What you are asked to do: Copy out every line below without alteration.

Top of Material for this exercise

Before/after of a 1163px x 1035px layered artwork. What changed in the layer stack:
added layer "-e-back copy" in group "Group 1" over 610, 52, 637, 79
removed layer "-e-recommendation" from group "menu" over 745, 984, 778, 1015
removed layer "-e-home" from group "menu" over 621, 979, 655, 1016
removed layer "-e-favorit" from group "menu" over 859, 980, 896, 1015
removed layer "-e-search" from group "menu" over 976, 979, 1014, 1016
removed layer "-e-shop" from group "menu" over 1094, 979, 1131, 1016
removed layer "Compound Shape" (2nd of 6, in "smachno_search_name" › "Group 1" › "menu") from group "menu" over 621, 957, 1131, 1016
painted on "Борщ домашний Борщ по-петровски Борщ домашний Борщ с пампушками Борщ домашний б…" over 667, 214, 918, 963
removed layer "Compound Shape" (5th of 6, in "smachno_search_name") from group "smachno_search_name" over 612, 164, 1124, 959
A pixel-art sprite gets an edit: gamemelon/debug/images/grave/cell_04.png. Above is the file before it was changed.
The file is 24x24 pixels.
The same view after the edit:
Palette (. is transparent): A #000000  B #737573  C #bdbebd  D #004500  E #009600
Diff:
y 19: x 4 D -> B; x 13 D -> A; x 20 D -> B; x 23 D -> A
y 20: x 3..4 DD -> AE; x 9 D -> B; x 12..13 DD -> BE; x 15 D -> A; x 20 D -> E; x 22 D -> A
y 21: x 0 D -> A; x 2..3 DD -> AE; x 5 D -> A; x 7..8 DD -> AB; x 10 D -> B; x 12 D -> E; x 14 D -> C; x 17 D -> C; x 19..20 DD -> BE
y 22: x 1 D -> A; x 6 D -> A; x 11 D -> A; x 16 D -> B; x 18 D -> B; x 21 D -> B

Bottom of Material for this exercise

Answer section:
Before/after of a 1163px x 1035px layered artwork. What changed in the layer stack:
added layer "-e-back copy" in group "Group 1" over 610, 52, 637, 79
removed layer "-e-recommendation" from group "menu" over 745, 984, 778, 1015
removed layer "-e-home" from group "menu" over 621, 979, 655, 1016
removed layer "-e-favorit" from group "menu" over 859, 980, 896, 1015
removed layer "-e-search" from group "menu" over 976, 979, 1014, 1016
removed layer "-e-shop" from group "menu" over 1094, 979, 1131, 1016
removed layer "Compound Shape" (2nd of 6, in "smachno_search_name" › "Group 1" › "menu") from group "menu" over 621, 957, 1131, 1016
painted on "Борщ домашний Борщ по-петровски Борщ домашний Борщ с пампушками Борщ домашний б…" over 667, 214, 918, 963
removed layer "Compound Shape" (5th of 6, in "smachno_search_name") from group "smachno_search_name" over 612, 164, 1124, 959
A pixel-art sprite gets an edit: gamemelon/debug/images/grave/cell_04.png. Above is the file before it was changed.
The file is 24x24 pixels.
The same view after the edit:
Palette (. is transparent): A #000000  B #737573  C #bdbebd  D #004500  E #009600
Diff:
y 19: x 4 D -> B; x 13 D -> A; x 20 D -> B; x 23 D -> A
y 20: x 3..4 DD -> AE; x 9 D -> B; x 12..13 DD -> BE; x 15 D -> A; x 20 D -> E; x 22 D -> A
y 21: x 0 D -> A; x 2..3 DD -> AE; x 5 D -> A; x 7..8 DD -> AB; x 10 D -> B; x 12 D -> E; x 14 D -> C; x 17 D -> C; x 19..20 DD -> BE
y 22: x 1 D -> A; x 6 D -> A; x 11 D -> A; x 16 D -> B; x 18 D -> B; x 21 D -> B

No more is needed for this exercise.